# Chloramine in Toronto tap?



## Cypher

Hi everyone,

Just wondering if anyone knows if Toronto tap water is treated with chloramine? I'm getting replacement filters for my RO/DI and was curious if I should get the chloramine (more expensive) filters instead of the regular ones.

Thanks.


----------



## solarz

I'm pretty sure it is. I've read a water report where they detail adding ammonia to chlorinated water. Ammonia + Chlorine = Chloramine.

However, wouldn't dechlor get rid of it just as easily?


----------



## bigfishy

They already have treated the water with Chloramine years ago


----------



## 50seven

If you phone the city water works they will be able to tell you. Should not take long to find a person who knows.


----------



## carmenh

Won't any DI remove chloramines? 
We def don't have them in Halton water but I believe Toronto does (from previous discussions)...


----------



## Cypher

Well according to the BRS website, 10% of cities have chloramine. Seems like a small number - maybe an outdated statistic. 

Yeah, I don't know - I'm abit confused if DI removes chloramine as well since BRS has a whole different kit just for chloramine removal and it's more expensive too. Anyways, I'm just going to stick to the regular RO/DI kit for now.


----------



## 50seven

For effective chloramine removal you need to use different carbon cannister filters for your RO unit, no change to the DI resin or the RO membrane.


----------



## bigfishy

Since 2004, city of Toronto has been adding Chloramine into tap water...

Check your tap water, if it contain Ammonia, then it have Chloramine in it! In Markham, (in my area) the tap water contain 0.25 of Ammonia

Also Prime water conditioner can remove chloramine from the water


----------



## The ClockWork Elf

LOL you are talking about the Chloramine... well what about the Nazi chemical weapon that is in our tap water?

What about that. COUGHCOUGHFLUORIDECOUGHCOUGH

and the radioactive isotopes aren't doing much good either...


----------



## bigfishy

The ClockWork Elf said:


> LOL you are talking about the Chloramine... well what about the Nazi chemical weapon that is in our tap water?


Hmmmm

I think you got confused with the Chloramine-T C7H7ClNO2S-Na (3H2O)



We are talking about Chloramine NH2Cl


----------



## The ClockWork Elf

bigfishy said:


> Hmmmm
> 
> I think you got confused with the Chloramine-T C7H7ClNO2S-Na (3H2O)
> 
> 
> 
> We are talking about Chloramine NH2Cl


I'm talking about Fluoride, which is much more of a concern than Chloramine imo.

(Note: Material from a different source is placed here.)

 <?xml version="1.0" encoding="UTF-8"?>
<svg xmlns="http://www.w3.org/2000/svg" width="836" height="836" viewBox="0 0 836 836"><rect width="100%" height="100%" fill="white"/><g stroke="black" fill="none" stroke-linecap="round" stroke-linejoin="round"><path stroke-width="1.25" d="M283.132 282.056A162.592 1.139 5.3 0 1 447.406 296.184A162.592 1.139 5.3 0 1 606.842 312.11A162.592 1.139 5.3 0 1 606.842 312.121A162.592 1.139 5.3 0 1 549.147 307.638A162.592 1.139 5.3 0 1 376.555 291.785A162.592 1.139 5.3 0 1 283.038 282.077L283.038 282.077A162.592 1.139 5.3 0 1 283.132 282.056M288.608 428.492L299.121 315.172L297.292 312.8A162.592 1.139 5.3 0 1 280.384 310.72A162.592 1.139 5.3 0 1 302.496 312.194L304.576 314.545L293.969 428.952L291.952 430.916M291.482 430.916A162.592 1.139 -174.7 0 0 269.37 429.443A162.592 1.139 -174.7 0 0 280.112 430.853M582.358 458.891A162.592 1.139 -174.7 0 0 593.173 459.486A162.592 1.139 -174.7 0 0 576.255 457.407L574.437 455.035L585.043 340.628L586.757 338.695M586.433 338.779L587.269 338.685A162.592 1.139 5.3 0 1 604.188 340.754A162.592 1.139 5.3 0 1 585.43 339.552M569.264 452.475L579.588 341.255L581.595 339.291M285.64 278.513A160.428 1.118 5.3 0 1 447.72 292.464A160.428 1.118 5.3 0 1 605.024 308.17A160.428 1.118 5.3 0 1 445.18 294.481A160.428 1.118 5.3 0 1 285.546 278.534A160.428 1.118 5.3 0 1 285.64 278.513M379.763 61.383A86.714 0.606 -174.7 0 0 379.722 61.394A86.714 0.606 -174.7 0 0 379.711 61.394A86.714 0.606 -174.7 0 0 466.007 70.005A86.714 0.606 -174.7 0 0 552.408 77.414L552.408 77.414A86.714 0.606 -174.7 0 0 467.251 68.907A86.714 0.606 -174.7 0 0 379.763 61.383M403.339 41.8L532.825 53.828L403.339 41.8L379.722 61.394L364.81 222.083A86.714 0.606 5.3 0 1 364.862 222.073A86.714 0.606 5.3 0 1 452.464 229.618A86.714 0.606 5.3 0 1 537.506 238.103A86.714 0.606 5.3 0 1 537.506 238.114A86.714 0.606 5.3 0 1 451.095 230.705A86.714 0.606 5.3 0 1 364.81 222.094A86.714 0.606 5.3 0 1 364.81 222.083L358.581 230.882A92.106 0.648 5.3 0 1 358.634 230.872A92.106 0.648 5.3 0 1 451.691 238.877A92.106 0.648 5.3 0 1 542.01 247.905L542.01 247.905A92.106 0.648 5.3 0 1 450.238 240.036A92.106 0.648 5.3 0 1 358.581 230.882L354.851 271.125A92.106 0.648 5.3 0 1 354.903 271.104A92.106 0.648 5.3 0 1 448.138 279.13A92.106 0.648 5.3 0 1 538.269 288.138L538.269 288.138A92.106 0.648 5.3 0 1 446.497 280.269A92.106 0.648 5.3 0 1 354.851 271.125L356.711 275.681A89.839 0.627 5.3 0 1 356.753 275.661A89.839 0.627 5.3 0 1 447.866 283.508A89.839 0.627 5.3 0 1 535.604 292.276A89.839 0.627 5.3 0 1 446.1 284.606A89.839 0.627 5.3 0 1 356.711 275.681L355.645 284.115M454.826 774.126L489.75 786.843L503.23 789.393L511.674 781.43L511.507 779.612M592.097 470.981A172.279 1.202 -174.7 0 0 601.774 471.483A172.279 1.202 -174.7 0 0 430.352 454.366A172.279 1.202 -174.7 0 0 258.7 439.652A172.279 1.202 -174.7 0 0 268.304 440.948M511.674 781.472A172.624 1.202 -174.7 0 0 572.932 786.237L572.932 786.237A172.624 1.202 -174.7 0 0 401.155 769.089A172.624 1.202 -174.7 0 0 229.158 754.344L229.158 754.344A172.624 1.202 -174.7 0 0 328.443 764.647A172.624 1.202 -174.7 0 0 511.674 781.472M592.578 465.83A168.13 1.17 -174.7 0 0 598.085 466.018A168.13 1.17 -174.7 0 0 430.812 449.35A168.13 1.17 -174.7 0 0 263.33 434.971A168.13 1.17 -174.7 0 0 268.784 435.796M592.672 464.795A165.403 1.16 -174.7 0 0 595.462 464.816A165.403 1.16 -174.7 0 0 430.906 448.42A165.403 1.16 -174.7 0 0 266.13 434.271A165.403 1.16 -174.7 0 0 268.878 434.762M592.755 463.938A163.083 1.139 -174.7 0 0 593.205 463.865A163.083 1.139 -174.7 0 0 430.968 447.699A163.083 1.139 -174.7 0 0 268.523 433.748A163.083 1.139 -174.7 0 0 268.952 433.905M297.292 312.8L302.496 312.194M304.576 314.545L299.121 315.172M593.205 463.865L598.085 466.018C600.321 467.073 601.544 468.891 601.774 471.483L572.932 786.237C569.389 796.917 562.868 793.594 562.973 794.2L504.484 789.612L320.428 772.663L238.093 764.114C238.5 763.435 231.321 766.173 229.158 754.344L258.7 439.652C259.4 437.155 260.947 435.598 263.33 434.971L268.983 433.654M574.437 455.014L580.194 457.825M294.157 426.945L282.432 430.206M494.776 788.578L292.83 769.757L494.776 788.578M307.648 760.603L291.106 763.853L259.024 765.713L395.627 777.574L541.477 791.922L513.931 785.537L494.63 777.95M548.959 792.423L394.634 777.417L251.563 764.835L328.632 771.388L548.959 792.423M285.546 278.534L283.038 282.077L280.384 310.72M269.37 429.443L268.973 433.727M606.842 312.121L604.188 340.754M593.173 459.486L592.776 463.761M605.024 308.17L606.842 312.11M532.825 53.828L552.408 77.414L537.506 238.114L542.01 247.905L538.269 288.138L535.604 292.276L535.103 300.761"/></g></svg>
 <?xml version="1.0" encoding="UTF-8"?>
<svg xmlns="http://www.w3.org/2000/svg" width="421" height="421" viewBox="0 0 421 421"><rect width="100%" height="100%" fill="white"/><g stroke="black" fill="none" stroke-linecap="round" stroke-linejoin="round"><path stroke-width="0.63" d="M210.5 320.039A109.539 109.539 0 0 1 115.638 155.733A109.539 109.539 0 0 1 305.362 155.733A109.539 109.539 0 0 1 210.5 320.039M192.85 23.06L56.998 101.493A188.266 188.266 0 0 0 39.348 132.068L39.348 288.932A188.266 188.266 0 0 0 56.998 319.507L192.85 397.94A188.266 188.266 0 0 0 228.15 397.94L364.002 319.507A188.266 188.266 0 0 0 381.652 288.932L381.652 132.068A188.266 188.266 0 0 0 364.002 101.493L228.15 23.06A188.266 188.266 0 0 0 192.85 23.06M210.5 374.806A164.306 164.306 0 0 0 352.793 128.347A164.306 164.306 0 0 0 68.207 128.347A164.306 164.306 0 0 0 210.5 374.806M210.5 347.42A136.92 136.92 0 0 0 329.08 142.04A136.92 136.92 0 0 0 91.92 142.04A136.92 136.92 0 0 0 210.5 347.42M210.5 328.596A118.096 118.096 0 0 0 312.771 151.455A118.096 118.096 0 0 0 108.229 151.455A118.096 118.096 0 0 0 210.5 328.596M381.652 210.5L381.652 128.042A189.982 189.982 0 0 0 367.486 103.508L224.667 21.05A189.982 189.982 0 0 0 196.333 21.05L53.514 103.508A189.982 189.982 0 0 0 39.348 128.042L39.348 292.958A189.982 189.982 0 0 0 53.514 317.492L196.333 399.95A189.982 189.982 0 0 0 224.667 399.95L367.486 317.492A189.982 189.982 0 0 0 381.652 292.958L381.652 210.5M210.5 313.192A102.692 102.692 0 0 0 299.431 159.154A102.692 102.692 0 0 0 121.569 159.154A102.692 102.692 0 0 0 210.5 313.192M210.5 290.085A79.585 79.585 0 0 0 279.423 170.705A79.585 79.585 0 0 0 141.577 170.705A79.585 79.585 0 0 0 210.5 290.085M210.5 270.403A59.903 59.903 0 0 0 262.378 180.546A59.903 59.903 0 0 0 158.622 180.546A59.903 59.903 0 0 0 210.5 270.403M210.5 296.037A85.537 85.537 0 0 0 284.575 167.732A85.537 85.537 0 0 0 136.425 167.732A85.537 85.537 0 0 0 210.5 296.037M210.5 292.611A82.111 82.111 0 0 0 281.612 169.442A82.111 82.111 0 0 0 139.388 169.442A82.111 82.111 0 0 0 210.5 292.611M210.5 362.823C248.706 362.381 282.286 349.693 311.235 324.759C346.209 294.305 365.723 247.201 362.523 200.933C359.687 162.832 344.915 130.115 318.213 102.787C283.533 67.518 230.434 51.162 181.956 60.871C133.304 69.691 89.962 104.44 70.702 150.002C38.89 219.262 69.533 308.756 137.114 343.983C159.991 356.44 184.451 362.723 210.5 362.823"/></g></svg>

As I said, Fluoride was used as a chemical weapon in Nazi Germany.


----------



## solarz

The ClockWork Elf said:


> I'm talking about Fluoride, which is much more of a concern than Chloramine imo. As I said, Fluoride was used as a chemical weapon in Nazi Germany.


So was chlorine, and we add that to our tap water.


----------



## The ClockWork Elf

solarz said:


> So was chlorine, and we add that to our tap water.


true, but think about the effects of Fluoride.. it is a DIRECT attack on your pineal gland (also called the third eye) which gives you the ability to interpret reality (in humans case, the third dimension)

It also gives you consciousness and emotion. So Fluoride effecting those functions (by causing calcification of the pineal gland) is a direct attack on humanity, which is much more concerning to me than chlorine honestly.


----------



## Chris S

And just so we are clear, the axis and allies used both of these (chlorine and flouride) in the First World War as well, so Nazi Germany isn't really to blame here 

And my dentist uses flouride too =D


----------